Amid all of this uncertainty, the Twins didn’t spend. That’s part of the lack of turnover, too. It was part philosophy, it was part circumstance. But the Twins opened the season with the same team they ended the prior year with, more or less. And they opened the year with the same play, more or less, skidding through the opening weeks and requiring another two-week stretch of consecutive wins to drag themselves out of the bowels of MLB. This time, they couldn’t keep it up.

One of the most fascinating parts of the last year of Twins baseball is just how stale most of it was, and how that staleness accompanied so much change. Ownership was constantly in flux, but nothing truly changed. The team from the beginning of 2024 was more or less the same team as the beginning of 2025, but it played in a totally different way.

By July, it became clear that change was finally coming. The Twins would be sellers, at least at the deadline, though there were questions as to how much they would sell. They sold a lot. In order: Chris Paddack, Randy Dobnak, Jhoan Duran, Harrison Bader, Brock Stewart, Carlos Correa, Danny Coulombe, Willi Castro, Griffin Jax, Ty France, and Louie Varland. All shipped off to the highest bidder.

And suddenly, everything was changed. The team that spent so many months so stale was turned on its head. Eighteen players played in that August 18 game. Five are on the active roster today. After all those calls for a shakeup of the hitting core, the Twins traded… their whole bullpen. Much of that offensive core remains.

Of course, they did trade Carlos Correa—the leader of the team. He was unceremoniously shipped off to Houston, paying the Astros to take his contract off the books. The era was just… over. Only 22 of the 52 players who played a game for the Twins last season are still in the organization today, and that’s after one of the least active offseasons you could imagine.
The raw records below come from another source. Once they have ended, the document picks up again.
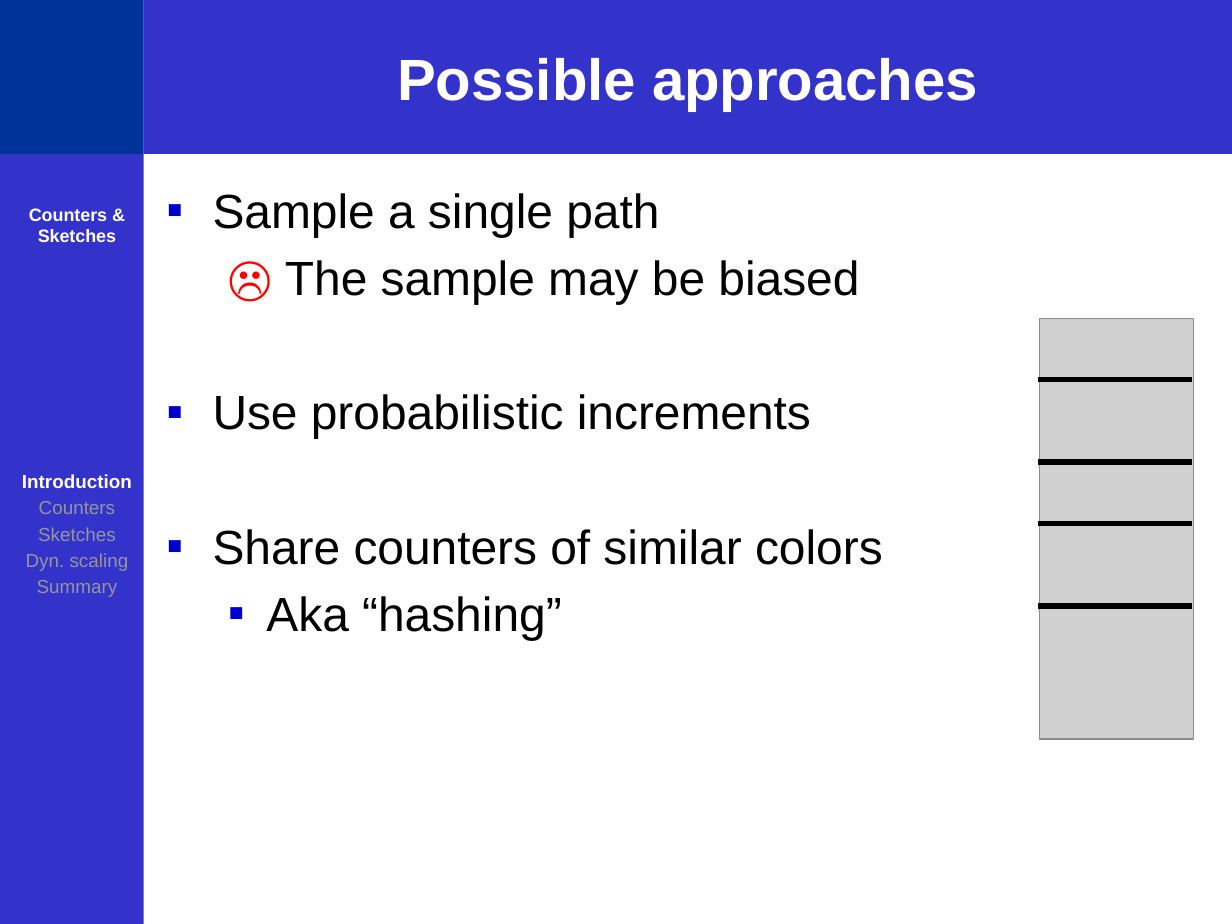
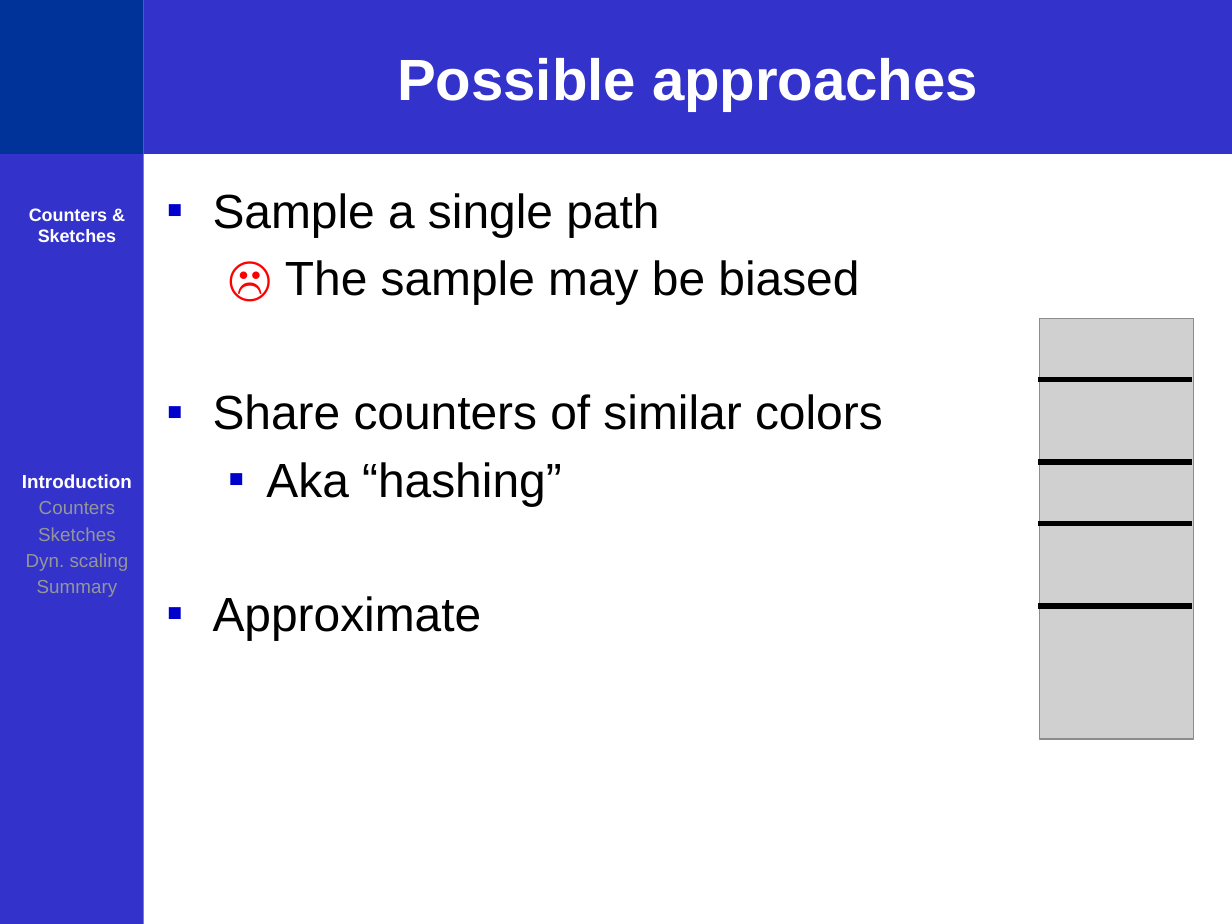
Before and after one commit to ofanan/Sketches, a slide deck: slide 4 of Cntrs seminar NextSilicon.pptx. Drawn at 1232x924 pixels with LibreOffice and Linux fonts; fonts in the diff are those of the drawing; grey boxes stand for pictures. Boxes give left, top, right and bottom in pixels: in the first picture for what was removed or moved away, otherwise in the second. Text is boxed around its words. In the diff, an @@ line names an element or a change of style, - is before the commit and + after.

```diff
--- a/Cntrs seminar NextSilicon.pptx
+++ b/Cntrs seminar NextSilicon.pptx
@@ text at <box>213,394,811,439</box>: paragraph removed @@
-▪ Use probabilistic increments
@@ text at <box>213,596,482,640</box>: paragraph added @@
+▪ Approximate
```
Also in this commit, not shown: 3 other slides changed, 6 other files.

And speaking of inaction, ownership. Just days ago, the announcement was released: The Pohlads would not be selling the team. Well, not all of it, anyway. Instead, limited partners will be buying a portion, but the family still has control. Twins fans went from being fed up with ownership, to hopeful for a new owner, to ecstatic about a real potential owner, to heartbroken, to grasping at any morsel of information, back to being fed up with ownership, or at least about three-quarters of it.

On the field, the staleness turned to rot. The cooks hope that cutting off part of the loaf makes the rest of the bread edible again.

This all started with a good team that seemed destined for the playoffs. How much different would we feel had that meltdown not happened? If, instead of being incensed, we were merely annoyed that the team could have gone a little farther with a little more investment? Instead of front office promotions following a complete self-destruction, what if they came after guiding a cheap and injury-riddled team into the playoffs? Instead of failing to fix what went wrong down the stretch, what if they merely banked on continual improvement and ran it back with a similar team?

And what if today’s ownership, after all those months of questions, wasn’t the same ownership that the club had 12 months ago, plus a couple of friends?